NVIDIA / flowtron

Flowtron is an auto-regressive flow-based generative network for text to speech synthesis with control over speech variation and style transfer
https://nv-adlr.github.io/Flowtron
Apache License 2.0
889 stars 177 forks source link

Cannot change speaker for interpolation #35

Open DamienToomey opened 4 years ago

DamienToomey commented 4 years ago

Hello,

I am trying to interpolate between two speakers. I am using the model pretrained on LibriTTS.

I have read the issue "How is interpolation between speakers performed?" #33 but I still cannot manage to make it work.
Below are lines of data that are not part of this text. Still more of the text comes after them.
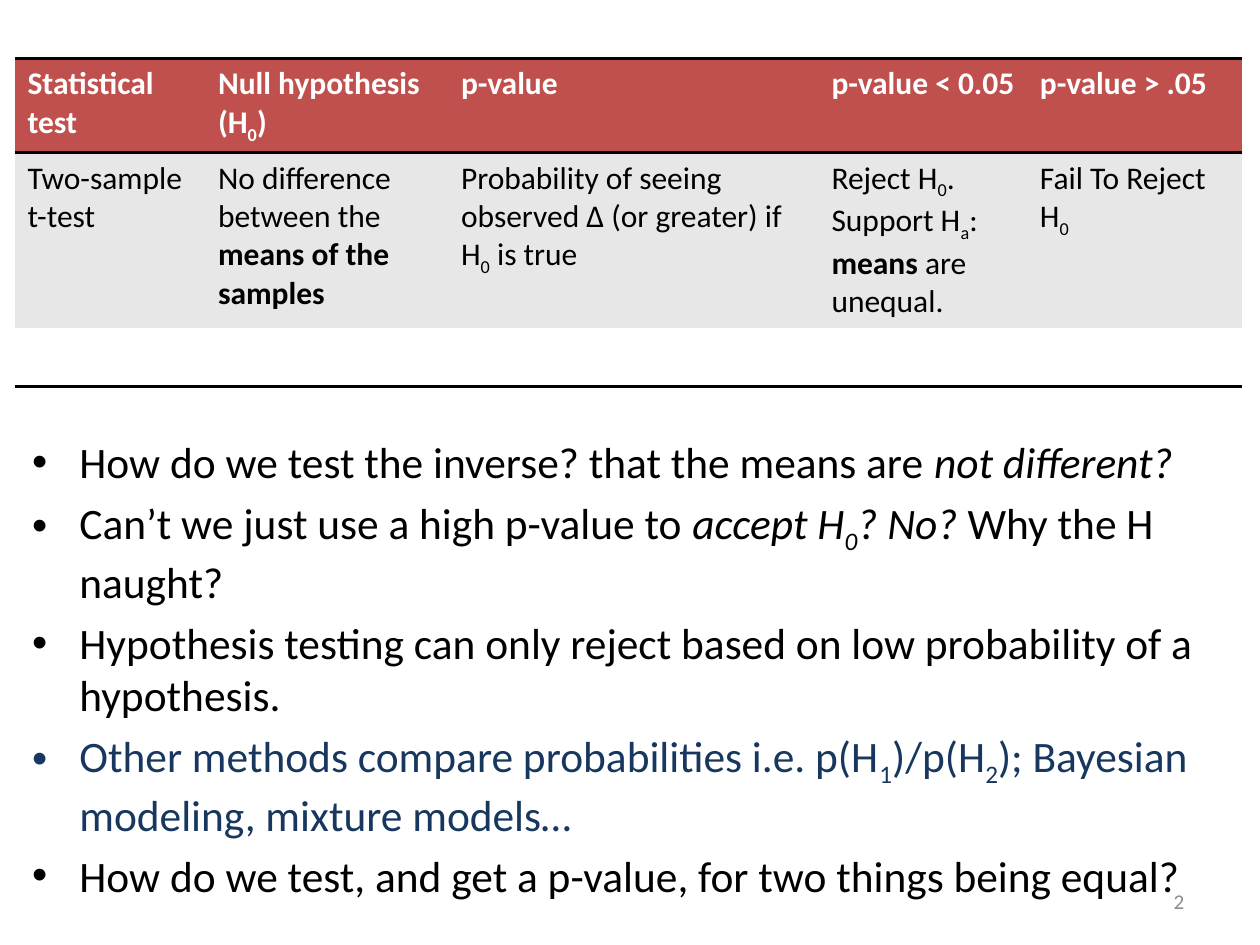
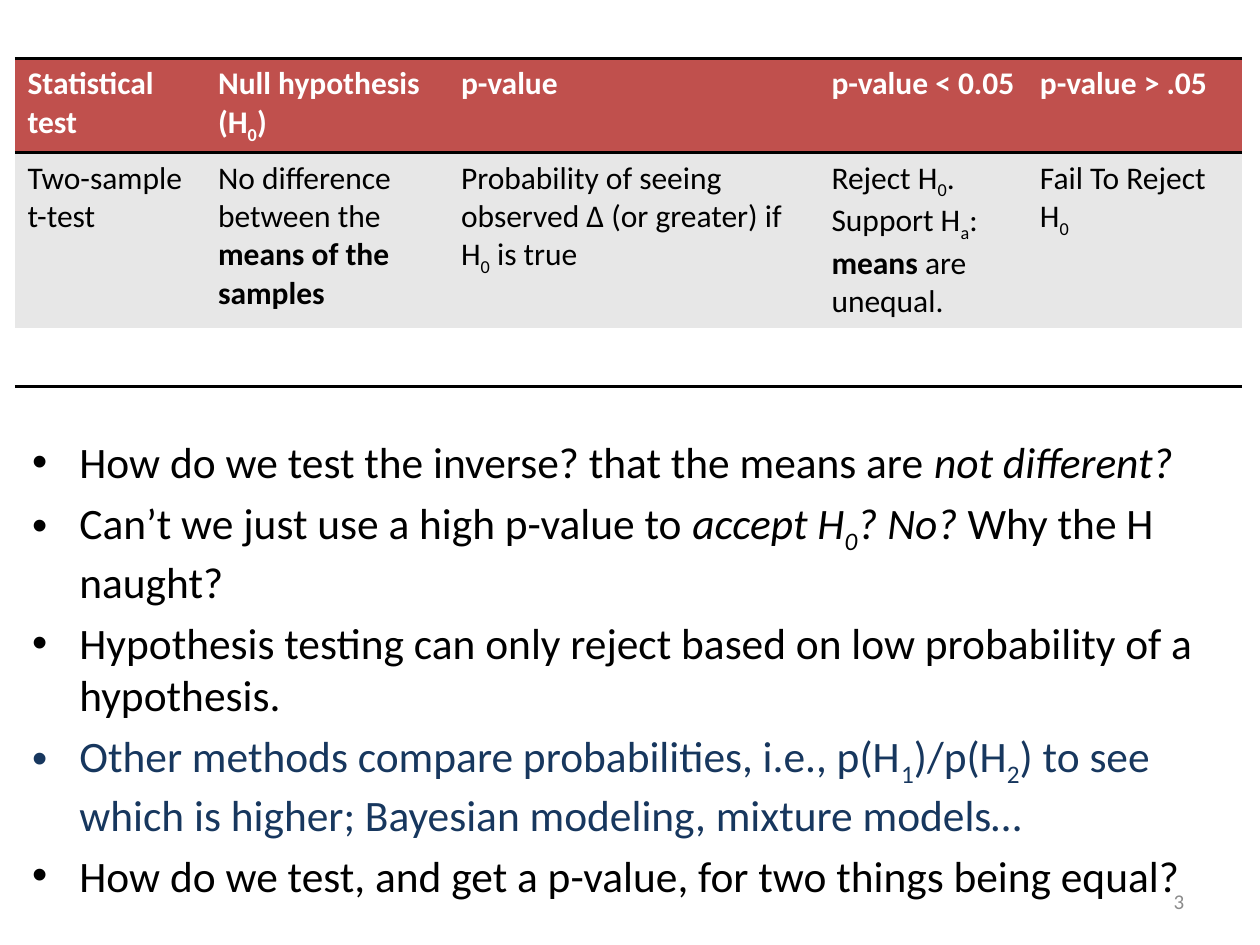
Before and after one commit to meekrob/stats_workshop_2020, a slide deck: slide 3 of adeline/Adeline_TOST_edit.pptx (slide 2 before the commit). Drawn at 1260x945 pixels with LibreOffice and Linux fonts; fonts in the diff are those of the drawing. Boxes give left, top, right and bottom in pixels: in the first picture for what was removed or moved away, otherwise in the second. Text is boxed around its words. In the diff, an @@ line names an element or a change of style, - is before the commit and + after.

```diff
--- a/adeline/Adeline_TOST_edit.pptx
+++ b/adeline/Adeline_TOST_edit.pptx
@@ text at [79, 740, 1150, 839]: text changed @@
-• Other methods compare probabilities i.e. p(H1)/p(H2); Bayesian modeling, mixture models…
+• Other methods compare probabilities, i.e., p(H1)/p(H2) to see which is higher; Bayesian modeling, mixture models…
@@ page number at [1174, 895, 1185, 909]: text changed @@
-2
+3
```
Also in this commit, not shown: 2 other slides changed, 1 slide added.

Here are the steps I have followed:

But when sampling z_1 and z_2, even multiple times, after generating the spectrogram with the pretrained Flowtron and generating the audio with the pretrained WaveGlow, the speaker sounds the same, only the audio quality seems to vary. (z_1 and z_2 have different values)

Thanks

rafaelvalle commented 4 years ago

You need to make sure z_1 and z_2 produce samples from different speakers. Sample z_1 once, perform inference and memorize the speaker's voice. Keep sampling z_2, performing inference and listening to the samples produced with z_2 until the speaker you hear is different from the speaker produced with z_1. You can interpolate once you have z_1 and z_2 values associated with different speakers. It is safer to let gate_threshold = 1 and prune the audio later.
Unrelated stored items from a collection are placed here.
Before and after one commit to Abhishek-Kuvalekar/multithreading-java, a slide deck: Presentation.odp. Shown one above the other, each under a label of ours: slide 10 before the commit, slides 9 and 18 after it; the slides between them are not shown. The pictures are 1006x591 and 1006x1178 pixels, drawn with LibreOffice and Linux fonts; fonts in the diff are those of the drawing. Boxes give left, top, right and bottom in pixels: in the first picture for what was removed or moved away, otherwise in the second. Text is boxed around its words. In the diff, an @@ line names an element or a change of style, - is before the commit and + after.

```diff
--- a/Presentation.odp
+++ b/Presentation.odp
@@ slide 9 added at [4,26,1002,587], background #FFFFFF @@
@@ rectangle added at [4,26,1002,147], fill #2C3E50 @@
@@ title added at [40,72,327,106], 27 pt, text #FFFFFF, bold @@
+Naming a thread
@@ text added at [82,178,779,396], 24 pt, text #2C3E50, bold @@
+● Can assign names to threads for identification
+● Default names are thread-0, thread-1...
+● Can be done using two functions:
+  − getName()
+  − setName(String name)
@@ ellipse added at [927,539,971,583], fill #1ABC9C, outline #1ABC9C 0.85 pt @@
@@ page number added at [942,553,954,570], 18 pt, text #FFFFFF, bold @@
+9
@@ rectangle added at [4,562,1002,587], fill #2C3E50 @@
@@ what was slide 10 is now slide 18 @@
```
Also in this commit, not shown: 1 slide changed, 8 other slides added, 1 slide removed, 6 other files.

DamienToomey commented 4 years ago

I have also model_config['dummy_speaker_embedding'] = True

I keep sampling z_2, performing inference and listening to the samples produced with z_2 but the speaker's voice sounds the same as the voice produced with z_1. By the way, it is always a female voice. Do you have any idea why this might be happening ?
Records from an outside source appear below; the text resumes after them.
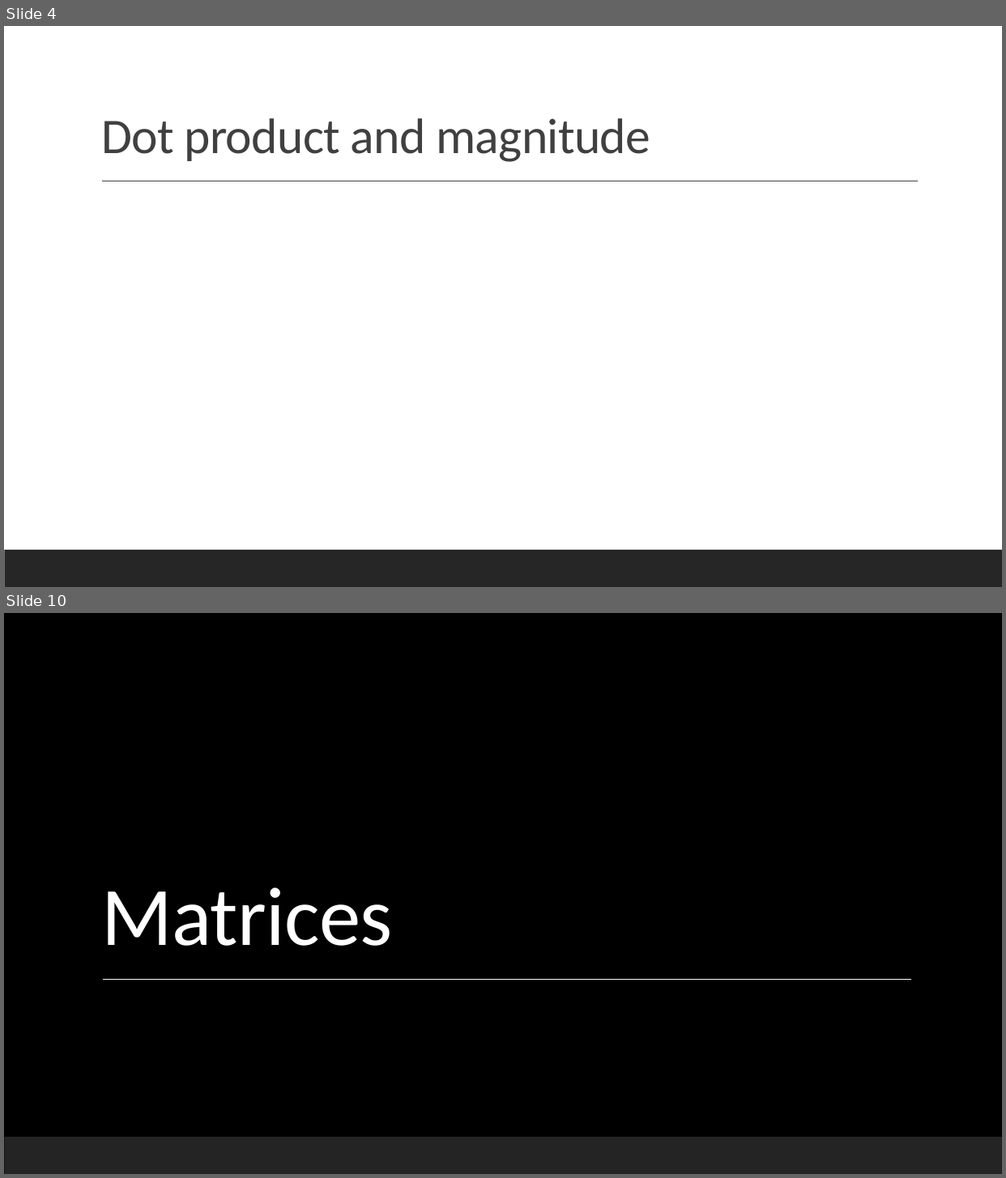
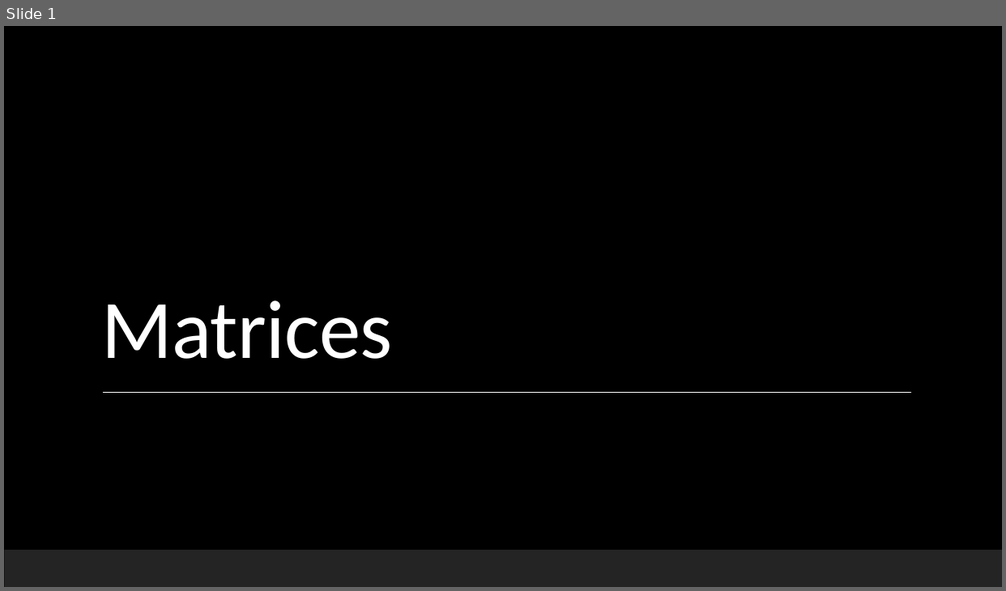
Before and after one commit to Falmouth-Games-Academy/bsc-course-materials, a slide deck: COMP270/03/2020-21-COMP270-03-lecture-materials.pptx. Shown one above the other, each under a label of ours: slides 4 and 10 before the commit, slide 1 after it; the slides between them are not shown. The pictures are 1006x1178 and 1006x591 pixels, drawn with LibreOffice and Linux fonts; fonts in the diff are those of the drawing; grey boxes stand for pictures; background and template pictures are left out. Boxes give left, top, right and bottom in pixels: in the first picture for what was removed or moved away, otherwise in the second. Text is boxed around its words. In the diff, an @@ line names an element or a change of style, - is before the commit and + after.

```diff
--- a/COMP270/03/2020-21-COMP270-03-lecture-materials.pptx
+++ b/COMP270/03/2020-21-COMP270-03-lecture-materials.pptx
@@ slide 4 removed at [4, 26, 1002, 587], background #FFFFFF @@
@@ title removed at [101, 118, 650, 162] @@
-Dot product and magnitude
@@ line removed from (102, 182) to (918, 182) @@
@@ rectangle removed at [4, 550, 1002, 587] @@
@@ what was slide 10 is now slide 1 @@
```
Also in this commit, not shown: 8 other slides removed, 31 other files.

rafaelvalle commented 4 years ago

Are you using the LibriTTS model?

DamienToomey commented 4 years ago

Yes I am using the LibriTTS model

rafaelvalle commented 4 years ago

Hey Damien, the pre-trained LibriTTS model available in our repo has speaker embeddings.

You need to train a model without speaker embeddings, i.e. model_config['dummy_speaker_embedding'] = True, to be able to interpolate between speakers through interpolation in the latent space.

You can warm-start from the pre-trained LibriTTS model with speaker embeddings.